This invention relates to a method for inhibiting the corrosion of ferrous metals. More particularly, this invention concerns a method for inhibiting corrosion of a ferrous metal subjected to aqueous acid environments. In narrower aspects, the present invention relates to an acidizing process for the removal of calcareous scale formations from a ferrous metal surface whereby corrosive attack of the metal substrate is inhibited.
In many industrial practices, the need to contact ferrous metal surfaces with strong acidic agents constantly arises. Particularly under numerous industrial circumstances equipment fabricated of ferrous metals such as boilers often accumulate scale formations which must be periodically removed in order to maintain the efficiency of the equipment involved. For example, it is common within the petroleum industry to utilize heater tubes in contact with crude oil containing emulsified aqueous solutions of inorganic salts, particularly those of calcium, in order to effect separation of oil and water. The briny solution, upon contacting the heated metallic surfaces, deposits a substantial portion of mineral content upon said surfaces in a form of insoluble calcareous formations. Consequently, in order to maintain reasonable efficiency of the heaters and to obviate burning out of the heater tubes it is necessary to remove the scale formations periodically that have formed. The latter is but one example of many of such operations in the petroleum field which requires frequent acidizing treatment of various pieces of equipment made of iron or a ferrous alloy. Also in many chemical processes it is necessary to store or transport acids, such as the common mineral acids, while in contact with ferrous metals. Accordingly, it can be seen that the practical situations necessitating the minimizing or obviating of the corrosive effect acidic materials, especially those of mineral origin, upon ferrous metal surfaces are legion.

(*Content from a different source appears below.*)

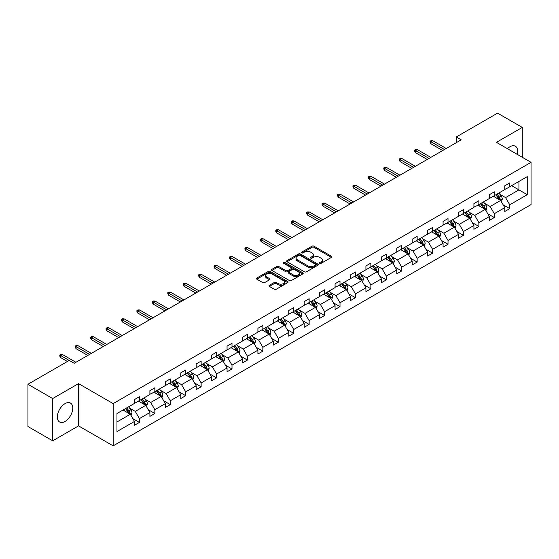 <?xml version="1.0" encoding="UTF-8"?>
<svg xmlns="http://www.w3.org/2000/svg" width="559" height="559" viewBox="0 0 559 559"><rect width="100%" height="100%" fill="white"/><g stroke="black" fill="none" stroke-linecap="round" stroke-linejoin="round"><path stroke-width="0.84" d="M319.762 263.345A0.964 0.552 0 0 0 321.118 263.345L331.431 257.385A1.37 0.79 0 0 0 331.836 256.826A1.37 0.79 0 0 0 331.431 256.267L313.955 246.177A1.37 0.79 0 0 0 312.02 246.177L301.699 252.13A0.964 0.552 0 0 0 301.42 252.521A0.964 0.552 0 0 0 301.699 252.913A0.964 0.552 0 0 0 303.062 252.913L304.396 252.144A4.395 2.536 0 0 1 310.608 252.144L312.062 252.982A4.395 2.536 0 0 1 313.354 254.778A4.395 2.536 0 0 1 312.062 256.574L310.727 257.343A0.964 0.552 0 0 0 310.448 257.734A0.964 0.552 0 0 0 310.727 258.125A0.964 0.552 0 0 0 312.09 258.125L313.424 257.357A4.395 2.536 0 0 1 319.636 257.357L321.097 258.202A4.395 2.536 0 0 1 322.382 259.991A4.395 2.536 0 0 1 321.097 261.787L319.762 262.555A0.964 0.552 0 0 0 319.475 262.947A0.964 0.552 0 0 0 319.762 263.345L319.762 262.555M65.04 421.451A10.907 6.296 120 0 0 72.167 411.836A10.907 6.296 120 0 0 70.497 403.088A10.907 6.296 120 0 0 65.04 403.633A10.907 6.296 120 0 0 57.912 413.248A10.907 6.296 120 0 0 59.582 421.989A10.907 6.296 120 0 0 65.04 421.451M517.229 154.354A10.907 6.296 120 0 0 515.391 146.234A10.907 6.296 120 0 0 509.934 146.772A10.907 6.296 120 0 0 507.432 148.701M269.396 285.3A1.37 0.79 0 0 0 268.991 285.859A1.37 0.79 0 0 0 269.396 286.418L274.301 289.255A1.37 0.79 0 0 0 276.244 289.255L287.696 282.637A1.37 0.79 0 0 0 288.102 282.078A1.37 0.79 0 0 0 287.696 281.519L270.221 271.429A1.37 0.79 0 0 0 268.278 271.429L256.826 278.04A1.37 0.79 0 0 0 256.42 278.599A1.37 0.79 0 0 0 256.826 279.165L262.744 282.581A1.37 0.79 0 0 0 264.687 282.581L269.592 279.752A1.37 0.79 0 0 0 269.99 279.193A1.37 0.79 0 0 0 269.592 278.627L266.65 276.936A3.675 2.117 0 0 1 265.574 275.433A3.675 2.117 0 0 1 267.845 273.477A3.675 2.117 0 0 1 271.849 273.938L283.35 280.576A3.675 2.117 0 0 1 284.426 282.078A3.675 2.117 0 0 1 282.162 284.035A3.675 2.117 0 0 1 278.158 283.574L276.244 282.47A1.37 0.79 0 0 0 274.301 282.47L269.396 285.3L269.396 286.418L274.301 283.609L274.301 282.47M78.54 383.614L52.679 398.546L27.95 384.271L27.95 426.531L52.679 440.806L78.54 425.874L113.163 445.858L113.163 403.605L78.54 383.614L78.54 425.874M522.295 157.282L522.295 127.417L496.434 142.349L531.05 162.334L113.163 403.605M522.295 127.417L497.566 113.142L456.277 136.983L456.277 142.692M27.95 384.271L69.246 360.429L74.193 363.287L461.217 139.834L456.277 136.983M304.494 271.821A1.37 0.79 0 0 0 306.437 271.821L317.889 265.204A1.37 0.79 0 0 0 318.295 264.645A1.37 0.79 0 0 0 317.889 264.086L300.414 253.996A1.37 0.79 0 0 0 298.471 253.996L287.019 260.606A1.37 0.79 0 0 0 286.613 261.172A1.37 0.79 0 0 0 287.019 261.731L304.494 271.821M284.049 263.548A0.964 0.552 0 0 1 285.027 263.687L285.027 262.541L302.796 272.799A1.37 0.79 0 0 1 303.195 273.358A1.37 0.79 0 0 1 302.796 273.924L291.337 280.534A1.37 0.79 0 0 1 289.394 280.534L271.919 270.444L271.919 269.326A1.37 0.79 0 0 0 271.52 269.885A1.37 0.79 0 0 0 271.919 270.444M271.919 269.326L276.824 266.496A1.37 0.79 0 0 1 278.766 266.496L285.852 270.584A1.37 0.79 0 0 0 287.794 270.584L291.043 268.711A1.37 0.79 0 0 0 291.449 268.145A1.37 0.79 0 0 0 291.043 267.586L283.665 263.324A0.964 0.552 0 0 1 283.385 262.933A0.964 0.552 0 0 1 283.979 262.423A0.964 0.552 0 0 1 285.027 262.541M52.679 398.546L52.679 440.806M116.971 413.513L134.474 403.402L134.474 399.573L139.422 396.722L139.422 400.544L149.903 394.493L149.903 390.671L154.85 387.813L154.85 391.635L165.331 385.584L165.331 381.762L170.278 378.904L170.278 382.733L180.767 376.675L180.767 372.853L185.707 369.995L185.707 373.824L196.195 367.766L196.195 363.944L201.142 361.086L201.142 364.915L211.623 358.864L211.623 355.035L216.571 352.177L216.571 356.006L227.052 349.955L227.052 346.126L231.999 343.268L231.999 347.097L242.48 341.046L242.48 337.217L247.427 334.366L247.427 338.188L257.916 332.137L257.916 328.308L262.856 325.457L262.856 329.279L273.344 323.228L273.344 319.399L278.291 316.548L278.291 320.37L288.772 314.319L288.772 310.497L293.72 307.639L293.72 311.461L304.201 305.41L304.201 301.587L309.148 298.73L309.148 302.559L319.629 296.501L319.629 292.678L324.576 289.821L324.576 293.65L335.065 287.592L335.065 283.769L340.005 280.911L340.005 284.741L350.493 278.689L350.493 274.86L355.44 272.002L355.44 275.832L365.921 269.78L365.921 265.951L370.869 263.093L370.869 266.923L381.35 260.871L381.35 257.042L386.297 254.191L386.297 258.013L396.778 251.962L396.778 248.133L401.725 245.282L401.725 249.104L412.214 243.053L412.214 239.224L417.154 236.373L417.154 240.195L427.642 234.144L427.642 230.322L432.589 227.464L432.589 231.286L443.07 225.235L443.07 221.413L448.018 218.555L448.018 222.384L458.499 216.326L458.499 212.504L463.446 209.646L463.446 213.475L473.927 207.417L473.927 203.595L478.874 200.737L478.874 204.566L489.363 198.515L489.363 194.686L494.303 191.828L494.303 195.657L504.791 189.606L504.791 185.777L509.738 182.919L509.738 186.748L527.242 176.637L527.242 194.686L509.738 204.797L509.738 208.619L504.791 211.477L504.791 207.648L494.303 213.699L494.303 217.528L489.363 220.386L489.363 216.557L478.874 222.608L478.874 226.437L473.927 229.288L473.927 225.466L463.446 231.517L463.446 235.346L458.499 238.197L458.499 234.375L448.018 240.426L448.018 244.255L443.07 247.106L443.07 243.284L432.589 249.335L432.589 253.164L427.642 256.015L427.642 252.193L417.154 258.244L417.154 262.066L412.214 264.924L412.214 261.095L401.725 267.153L401.725 270.975L396.778 273.833L396.778 270.004L386.297 276.062L386.297 279.884L381.35 282.742L381.35 278.913L370.869 284.971L370.869 288.793L365.921 291.651L365.921 287.822L355.44 293.873L355.44 297.702L350.493 300.56L350.493 296.731L340.005 302.782L340.005 306.611L335.065 309.462L335.065 305.64L324.576 311.691L324.576 315.521L319.629 318.371L319.629 314.549L309.148 320.6L309.148 324.43L304.201 327.281L304.201 323.458L293.72 329.51L293.72 333.339L288.772 336.19L288.772 332.367L278.291 338.419L278.291 342.241L273.344 345.099L273.344 341.269L262.856 347.328L262.856 351.15L257.916 354.008L257.916 350.179L247.427 356.237L247.427 360.059L242.48 362.917L242.48 359.088L231.999 365.146L231.999 368.968L227.052 371.826L227.052 367.997L216.571 374.048L216.571 377.877L211.623 380.735L211.623 376.906L201.142 382.957L201.142 386.786L196.195 389.644L196.195 385.815L185.707 391.866L185.707 395.695L180.767 398.546L180.767 394.724L170.278 400.775L170.278 404.604L165.331 407.455L165.331 403.633L154.85 409.684L154.85 413.513L149.903 416.364L149.903 412.542L139.422 418.593L139.422 422.415L134.474 425.273L134.474 421.451L116.971 431.555L116.971 413.513M113.163 445.858L531.05 204.594L531.05 162.334M138.429 401.117L145.752 405.345L135.264 411.396L129.541 408.091M135.264 411.396L139.422 418.593M145.752 405.345L149.903 412.542M134.474 402.487L135.264 402.948L139.422 400.544M153.858 392.208L161.181 396.436L150.692 402.487L144.97 399.182M150.692 402.487L154.85 409.684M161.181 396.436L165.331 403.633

Flow-induced localized corrosion (FILC) is a result of high shear conditions present in flow lines. The amount of corrosion that occurs is dependent on a variety of factors including the corrosiveness of the fluid flowing through the lines, the metallurgy of the line and the ability of added corrosion inhibitors to maintain adhesion to the interior of the line.
The ability of added corrosion inhibitors to maintain adhesion to the interior of the line depends on both the chemical adhesive properties of the inhibitor and the shear stress conditions which exist inside the line. A number of products have shown promise as shear-resistant corrosion inhibitors. Included among the corrosion inhibitors are amides and quaternized amines and amide amine salts.
Many nitrogen-containing corrosion inhibitors are known. Among them are: morpholine, disclosed in U.S. Pat. No. 3,649,167; imidazolines in U.S. Pat. No. 3,197,403; amidic acids in U.S. Pat. No. 2,742,498; bis-amides in U.S. Pat. No. 4,344,861; amines in U.S. Pat. Nos. 5,211,840 and 5,714,664; amides in U.S. Pat. No. 5,556,575; and carbohydrazides in U.S. Pat. No. 5,078,966. The reaction of acrylic acid with substituted imidazolines to form various amine derivative corrosion inhibitors has been disclosed in U.S. Pat. Nos. 5,300,235; 5,322,630; 5,322,640 and 5,427,999.
Schiff bases have been disclosed as corrosion inhibitors in U.S. Pat. No. 5,147,567, in Materials Chemistry and Physics, 39 (1995) 209-213 and in Corrosion Science, 26 (1986) 827-837. Moreover, imines have also been disclosed as corrosion inhibitors, and as additives to corrosion inhibitor formulations. For example, imines have been disclosed as useful in conjunction with aromatic triazoles to enhance corrosion inhibition in U.S. Pat. No. 4,642,221; and imine dispersants have been utilized to enhance the activity of trithiones as CO.sub.2 corrosion inhibitors in EP 0 275 651. Imines have been disclosed as corrosion inhibitors in U.S. Pat. No. 4,490,293; JP 74021024B and SU 318315A.